As long as you're only looking for hidden files and folders at the level of A and don't want, for example
A/b/.hidden
to be copied, you should be able to use this:
cp -r A/.[^.]* B
It basically means copy anything that starts with a .
and then any character other than a .
That filters out .
and ..
Edit: Removed the -p from the cp command since Asker hasn't indicated he wants to preserve any ownerships, dates, etc.
The problem with A/.*
is that there is the directory .
in A
which also matches the pattern.
You can turn on extended glob patterns and use the following:
shopt -s extglob
cp -r A/.!(?(.)) B
It matches files whose name starts with a dot and whose second character is neither a dot nor nothing ( ?(.) matches nothing or a dot, !(...) negates it, i.e. !(?(.)) matches everything else than nothing or a dot).

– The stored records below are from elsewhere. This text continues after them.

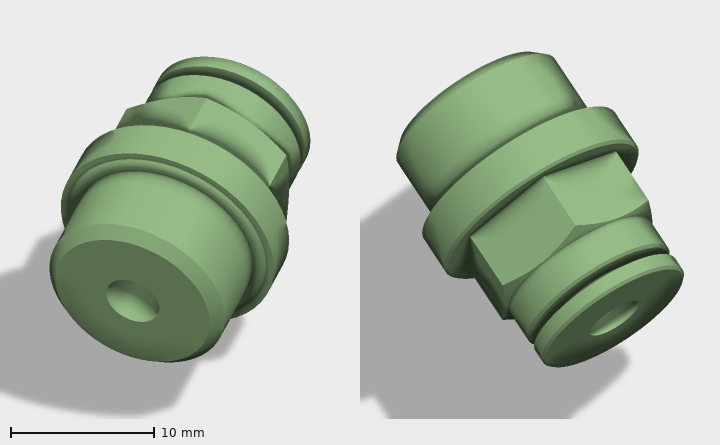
import cadquery as cq
import math


bore_diameter = 4.0

thread_diameter = 13.16
thread_chamfer = 0.8

flange_diameter = 16.0
flange_chamfer = 0.2
seal_outer_diameter = 14.92
seal_flat_diameter = 14.0
seal_round_radius = 0.5

hex_across_flats = 12.0
hex_chamfer_angle = 30.0

collar_diameter = 11.7
neck_diameter = 7.9
collar_chamfer = 0.2

flange_start = 6.5
flange_end = 9.6
hex_end = 14.5
collar_end = 17.1
button_start = 17.8
overall_length = 19.0


def cylinder(diameter, start, end):
    """Cylinder along +Y between two stations."""
    plane = cq.Plane(origin=(0, start, 0), xDir=(1, 0, 0), normal=(0, 1, 0))
    return cq.Workplane(plane).circle(diameter / 2).extrude(end - start)


def make_shank():
    shank = cylinder(thread_diameter, 0, flange_start)
    return shank.faces("<Y").chamfer(thread_chamfer)


def make_flange():
    flange = cylinder(flange_diameter, flange_start, flange_end)
    return flange.faces(">Y").chamfer(flange_chamfer)


def make_seal_ring():
    """Ring whose outer edge is an arc tangent to its flat face."""
    outer_radius = seal_outer_diameter / 2
    flat_radius = seal_flat_diameter / 2
    arc_width = outer_radius - flat_radius
    arc_height = seal_round_radius - math.sqrt(seal_round_radius**2 - arc_width**2)
    seal_face = flange_start - arc_height
    profile = (
        cq.Workplane("XY")
        .moveTo(0, flange_start)
        .lineTo(0, seal_face)
        .lineTo(flat_radius, seal_face)
        .radiusArc((outer_radius, flange_start), -seal_round_radius)
        .close()
    )
    return profile.revolve(360, (0, 0, 0), (0, 1, 0))


def make_hexagon():
    """Hexagonal prism whose corners are trimmed by a cone starting at the collar."""
    corner_radius = hex_across_flats / 2 / math.cos(math.radians(30))
    hex_length = hex_end - flange_end
    plane = cq.Plane(origin=(0, flange_end, 0), xDir=(0, 0, 1), normal=(0, 1, 0))
    prism = cq.Workplane(plane).polygon(6, 2 * corner_radius).extrude(hex_length)

    collar_radius = collar_diameter / 2
    cone_drop = hex_length / 2
    cone_base_radius = collar_radius + cone_drop / math.tan(math.radians(hex_chamfer_angle))
    trimmer = (
        cq.Workplane("XY")
        .moveTo(0, flange_end)
        .lineTo(cone_base_radius, flange_end)
        .lineTo(cone_base_radius, hex_end - cone_drop)
        .lineTo(collar_radius, hex_end)
        .lineTo(0, hex_end)
        .close()
        .revolve(360, (0, 0, 0), (0, 1, 0))
    )
    return prism.intersect(trimmer)


def make_collar():
    collar = cylinder(collar_diameter, hex_end, collar_end)
    return collar.faces(">Y").chamfer(collar_chamfer)


def make_release_button():
    neck = cylinder(neck_diameter, collar_end, button_start)
    button = cylinder(collar_diameter, button_start, overall_length)
    return neck.union(button.faces(">Y").chamfer(collar_chamfer))


body = (
    make_shank()
    .union(make_seal_ring())
    .union(make_flange())
    .union(make_hexagon())
    .union(make_collar())
    .union(make_release_button())
)

result = body.cut(cylinder(bore_diameter, 0, overall_length))

For cases like this would recommend using find
instead of cp
like this:
find A/ -type f -maxdepth 1 -name '.*' -exec cp -p {} B/ \;
The basic syntax breaks down like this:
-
find A/ -type f
:find
items in the directoryA/
whose type is a file (instead of a directory)… -
-maxdepth 1 -name '.*'
: To this for amaxdepth
of 1 directories and whosename
begins with.
. -
-exec cp -p {} B/ \;
: And once these files are found,exec
thecp
command with a-p
flag to preserve dates/times from the source ({}
) to the destination ofB/
.
I like using maxdepth
to add a layer of control so I am not accidentally copying a whole filesystem. But feel free to remove that.